▸ Record extracts
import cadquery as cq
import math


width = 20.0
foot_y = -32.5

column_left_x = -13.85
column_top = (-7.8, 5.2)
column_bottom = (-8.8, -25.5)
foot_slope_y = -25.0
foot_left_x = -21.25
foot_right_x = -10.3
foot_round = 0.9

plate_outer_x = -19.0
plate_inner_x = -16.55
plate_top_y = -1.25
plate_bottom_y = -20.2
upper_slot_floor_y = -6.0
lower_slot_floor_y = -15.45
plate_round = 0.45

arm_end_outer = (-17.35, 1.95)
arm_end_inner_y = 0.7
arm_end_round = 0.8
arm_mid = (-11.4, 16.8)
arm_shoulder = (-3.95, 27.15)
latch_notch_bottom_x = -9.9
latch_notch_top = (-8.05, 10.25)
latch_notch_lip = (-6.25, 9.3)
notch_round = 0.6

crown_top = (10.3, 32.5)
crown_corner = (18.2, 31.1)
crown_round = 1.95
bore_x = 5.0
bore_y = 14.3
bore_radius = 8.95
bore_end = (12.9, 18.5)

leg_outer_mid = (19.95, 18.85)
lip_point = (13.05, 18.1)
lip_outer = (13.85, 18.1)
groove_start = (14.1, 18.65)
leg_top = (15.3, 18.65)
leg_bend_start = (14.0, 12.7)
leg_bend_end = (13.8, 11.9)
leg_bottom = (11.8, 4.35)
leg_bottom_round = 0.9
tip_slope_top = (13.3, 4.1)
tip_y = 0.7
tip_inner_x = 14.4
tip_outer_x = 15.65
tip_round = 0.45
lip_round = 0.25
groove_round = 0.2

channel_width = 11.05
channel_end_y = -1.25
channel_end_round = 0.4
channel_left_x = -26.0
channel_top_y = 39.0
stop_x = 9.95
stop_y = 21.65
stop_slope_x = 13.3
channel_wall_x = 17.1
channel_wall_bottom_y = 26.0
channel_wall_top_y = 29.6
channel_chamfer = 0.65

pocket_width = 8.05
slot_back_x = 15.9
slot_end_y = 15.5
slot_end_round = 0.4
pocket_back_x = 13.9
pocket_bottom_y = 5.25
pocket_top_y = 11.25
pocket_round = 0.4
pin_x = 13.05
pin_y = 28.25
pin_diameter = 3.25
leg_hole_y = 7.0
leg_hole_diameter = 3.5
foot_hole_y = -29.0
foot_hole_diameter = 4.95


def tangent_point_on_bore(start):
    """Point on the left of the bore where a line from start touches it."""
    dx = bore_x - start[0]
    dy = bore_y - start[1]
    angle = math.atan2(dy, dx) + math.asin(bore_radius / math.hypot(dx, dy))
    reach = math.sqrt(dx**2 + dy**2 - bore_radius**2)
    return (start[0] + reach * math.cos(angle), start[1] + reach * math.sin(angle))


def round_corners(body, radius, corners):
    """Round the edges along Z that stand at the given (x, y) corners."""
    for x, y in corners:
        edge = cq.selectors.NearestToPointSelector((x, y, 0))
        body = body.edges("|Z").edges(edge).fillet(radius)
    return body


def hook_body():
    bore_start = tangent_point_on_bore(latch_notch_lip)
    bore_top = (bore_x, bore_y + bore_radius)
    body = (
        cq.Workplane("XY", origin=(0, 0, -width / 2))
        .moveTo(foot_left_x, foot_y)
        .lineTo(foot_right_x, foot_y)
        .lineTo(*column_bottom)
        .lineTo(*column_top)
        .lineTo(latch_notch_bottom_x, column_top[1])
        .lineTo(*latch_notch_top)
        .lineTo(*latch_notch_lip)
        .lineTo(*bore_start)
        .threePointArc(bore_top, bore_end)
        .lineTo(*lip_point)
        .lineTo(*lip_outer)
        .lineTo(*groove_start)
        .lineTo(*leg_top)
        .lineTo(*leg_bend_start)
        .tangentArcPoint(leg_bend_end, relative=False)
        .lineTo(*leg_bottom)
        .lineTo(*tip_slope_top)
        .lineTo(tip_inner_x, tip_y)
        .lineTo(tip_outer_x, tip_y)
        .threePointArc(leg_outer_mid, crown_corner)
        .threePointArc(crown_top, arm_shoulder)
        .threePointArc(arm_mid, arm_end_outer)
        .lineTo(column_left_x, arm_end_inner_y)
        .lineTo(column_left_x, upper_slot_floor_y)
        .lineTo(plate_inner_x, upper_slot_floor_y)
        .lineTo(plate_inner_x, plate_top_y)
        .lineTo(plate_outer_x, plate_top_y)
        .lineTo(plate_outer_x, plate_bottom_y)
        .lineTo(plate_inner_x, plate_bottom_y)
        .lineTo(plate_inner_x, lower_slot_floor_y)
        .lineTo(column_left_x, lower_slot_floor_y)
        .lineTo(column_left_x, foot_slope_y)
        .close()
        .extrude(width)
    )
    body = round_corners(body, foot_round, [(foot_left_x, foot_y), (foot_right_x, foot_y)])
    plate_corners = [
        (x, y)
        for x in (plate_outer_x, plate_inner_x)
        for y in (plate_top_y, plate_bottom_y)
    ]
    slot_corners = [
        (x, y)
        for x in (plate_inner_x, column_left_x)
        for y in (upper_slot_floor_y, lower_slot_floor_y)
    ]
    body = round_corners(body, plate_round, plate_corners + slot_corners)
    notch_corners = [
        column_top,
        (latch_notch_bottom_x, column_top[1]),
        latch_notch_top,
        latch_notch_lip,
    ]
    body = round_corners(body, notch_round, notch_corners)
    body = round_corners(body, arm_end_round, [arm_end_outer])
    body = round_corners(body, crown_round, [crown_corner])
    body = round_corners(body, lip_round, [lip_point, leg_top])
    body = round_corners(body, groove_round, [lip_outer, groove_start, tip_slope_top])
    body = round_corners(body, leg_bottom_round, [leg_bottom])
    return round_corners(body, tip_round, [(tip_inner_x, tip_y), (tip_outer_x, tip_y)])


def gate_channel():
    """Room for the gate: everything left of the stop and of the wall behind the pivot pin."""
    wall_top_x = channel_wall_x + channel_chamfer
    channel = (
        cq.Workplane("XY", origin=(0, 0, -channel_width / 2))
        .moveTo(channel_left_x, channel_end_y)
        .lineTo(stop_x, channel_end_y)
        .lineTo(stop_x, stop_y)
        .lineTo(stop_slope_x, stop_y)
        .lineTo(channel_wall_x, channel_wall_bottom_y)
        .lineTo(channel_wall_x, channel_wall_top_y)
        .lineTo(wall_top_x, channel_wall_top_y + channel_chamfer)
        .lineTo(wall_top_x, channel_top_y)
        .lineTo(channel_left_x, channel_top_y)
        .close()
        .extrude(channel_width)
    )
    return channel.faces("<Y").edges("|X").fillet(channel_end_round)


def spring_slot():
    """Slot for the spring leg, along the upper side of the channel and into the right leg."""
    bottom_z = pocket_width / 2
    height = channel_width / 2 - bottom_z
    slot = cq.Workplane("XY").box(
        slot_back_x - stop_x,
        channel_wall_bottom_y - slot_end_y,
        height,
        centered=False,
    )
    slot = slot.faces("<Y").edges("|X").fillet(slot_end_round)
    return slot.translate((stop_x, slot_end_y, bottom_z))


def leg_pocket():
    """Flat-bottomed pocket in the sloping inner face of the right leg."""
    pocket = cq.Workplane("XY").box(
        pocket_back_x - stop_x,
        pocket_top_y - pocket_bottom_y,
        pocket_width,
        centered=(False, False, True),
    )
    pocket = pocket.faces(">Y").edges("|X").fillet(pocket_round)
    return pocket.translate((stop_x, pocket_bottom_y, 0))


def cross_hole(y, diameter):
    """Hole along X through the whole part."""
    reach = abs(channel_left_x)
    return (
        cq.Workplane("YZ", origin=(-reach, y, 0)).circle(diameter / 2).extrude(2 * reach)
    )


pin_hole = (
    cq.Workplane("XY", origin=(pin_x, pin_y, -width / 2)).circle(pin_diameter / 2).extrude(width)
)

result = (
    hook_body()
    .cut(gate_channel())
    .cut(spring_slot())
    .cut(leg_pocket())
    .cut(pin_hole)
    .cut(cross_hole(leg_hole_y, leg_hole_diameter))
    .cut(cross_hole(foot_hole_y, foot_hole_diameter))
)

▸ Work order
Considering the records above, count the lines where the string "faces" occurs and return that number alone.

▸ Expected output
3